How about “why don’t you come and join me in the 21st century?”

or say casually – “Isn’t it sad that boys/men have to insult a girl/woman they like because there is no way she would notice them otherwise?”


(The above is actually true btw. I am tall and I used to get alot of hassle from boys about my height, I challenged the most pathetic and relentless of the bunch, and it ended up with him trying to ask me out. So just remember the motive behind their teasing and use the put-downs to good effect!)

tomhulley // Posted 19 July 2010 at 9:26 am

It would be good to find teachers willing to help boys deal with their tendency to make sexist remarks that impair their integrity as humans.

Rather than the girl being the person with the problem, it is the perpetrators that have a problem.

Boys -how to you deal with sexist remarks? Stop making them!

FeminaErecta // Posted 19 July 2010 at 10:45 am

If someone is sexually harrassing you in school, then they are committing a crime, sod ridicule, get them in front of a judge!

Laurel Dearing // Posted 19 July 2010 at 11:22 am

@Shea, theyd just say “dont flatter yourself” and tease you for liking them instead =/

Jennifer Drew // Posted 19 July 2010 at 1:10 pm

I strongly recommend making enquiries with other girls. Ask if they are routinely subjected to male ridicule and if so, suggest you all form a group and then seek out the perpetrators and tell them ‘women and girls do not like/enjoy being subjected to sexual/physical/verbal harassment.’

Stop harassing girls. Just say that – no excuses just tell them to stop harassing girls. If this has no effect, then the girls as a group must seek out a teacher and demand these boys be held accountable.

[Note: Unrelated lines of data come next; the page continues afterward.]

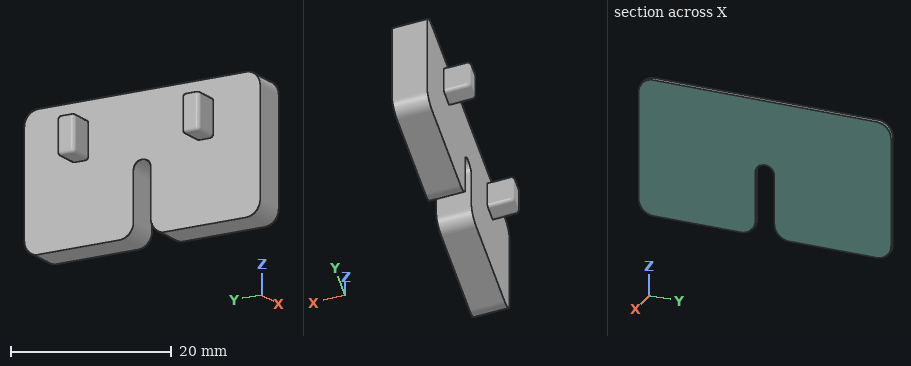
import cadquery as cq

plate_length = 34.0
plate_height = 19.0
plate_thickness = 4.6
corner_radius = 2.0

slot_width = 2.5
slot_depth = 10.0

peg_length = 3.5
peg_width = 2.5
peg_height = 5.25
peg_spacing = 18.0
peg_top_margin = 2.6
peg_fillet = 0.5


def make_plate():
    """Plate with its peg-side face at X = 0, centred on Y, bottom edge at Z = 0."""
    half_length = plate_length / 2
    half_slot = slot_width / 2
    arc_start = slot_depth - half_slot
    return (
        cq.Workplane("YZ")
        .moveTo(-half_length, 0)
        .lineTo(-half_slot, 0)
        .lineTo(-half_slot, arc_start)
        .threePointArc((0, slot_depth), (half_slot, arc_start))
        .lineTo(half_slot, 0)
        .lineTo(half_length, 0)
        .lineTo(half_length, plate_height)
        .lineTo(-half_length, plate_height)
        .close()
        .extrude(plate_thickness)
    )


def round_corners(plate):
    """Round the four outer corners and both sides of the slot mouth."""
    half_thickness = plate_thickness / 2
    half_length = plate_length / 2
    corners = [(y, z) for y in (-half_length, half_length) for z in (0, plate_height)]
    corners += [(-slot_width / 2, 0), (slot_width / 2, 0)]
    for y, z in corners:
        edge = cq.selectors.NearestToPointSelector((half_thickness, y, z))
        plate = plate.edges(edge).fillet(corner_radius)
    return plate


def make_peg(center_y):
    """Peg standing out from the X = 0 face, rounded everywhere except at its root."""
    center_z = plate_height - peg_top_margin - peg_height / 2
    return (
        cq.Workplane("YZ")
        .center(center_y, center_z)
        .rect(peg_width, peg_height)
        .extrude(-peg_length)
        .edges("|X or <X")
        .fillet(peg_fillet)
    )


result = round_corners(make_plate())
for side in (-1, 1):
    result = result.union(make_peg(side * peg_spacing / 2))

Group action is always far more effective than individual action – particularly so when it concerns challenging pseudo male entitlement and pseudo male domination over women and girls.

Jane // Posted 19 July 2010 at 3:29 pm

You could try:

‘The next time someone offers you a penny for your thoughts – take it.’

Jayne // Posted 20 July 2010 at 8:47 pm

Tell them you don’t understand them as you don’t, in fact, speak foolish.

StopSexistRemarks // Posted 21 July 2010 at 3:42 pm

Schools also bear some responsibility for providing a “sexist remark” free culture. Visit our blog to read more about working with schools to stop sexist comments. Take Action!

annifrangipani // Posted 23 July 2010 at 4:45 pm

I hope I am allowed to post this link. I’ve come across Fair Game magazine in my professional work and it looks great. It looks like they have an online forum on their website too so that could be a good place to talk to other like-minded women and find out more about the women’s side of the sport:

I know it’s hard when you want to prove your point and feel that you’re standing your ground, but sometimes, it’s just not worth it. As long as you know what you enjoy and are confident in that, don’t let anyone tell you what you can and can’t do. Just ignore them and they’ll soon go away. It’s frustrating, but you keep the upper hand!

Best of luck

Lola // Posted 29 July 2010 at 1:45 pm

I always found that the satisfaction is in proving someone wrong rather than arguing.

I was always the quiet, ‘weird’ one at school. The one that didn’t act like a stereotypical girl. I wore the trousers, not the uniform skirt and had quite short blue hair. People always expected me to be a lesbian, not intelligent or good at anything, so I done my thing and proved them all wrong. I showed everyone I was actually good at basketball and at tennis, I was actually the best at history and english, and I wasn’t in fact a lesbian, though sometimes I wished I was, as it was always the boys who made stupid remarks.

I even put a teacher in his place during a class quiz when he was making up questions aimed at the boys (we had been split into the boy team and the girl team), on subjects that girls surely wouldn’t know about, such as sports and rock music, and me and my female class mates answered a good number correctly.

Rise above it and prove them wrong without acknowledging their prescence. I always find it’s the best way.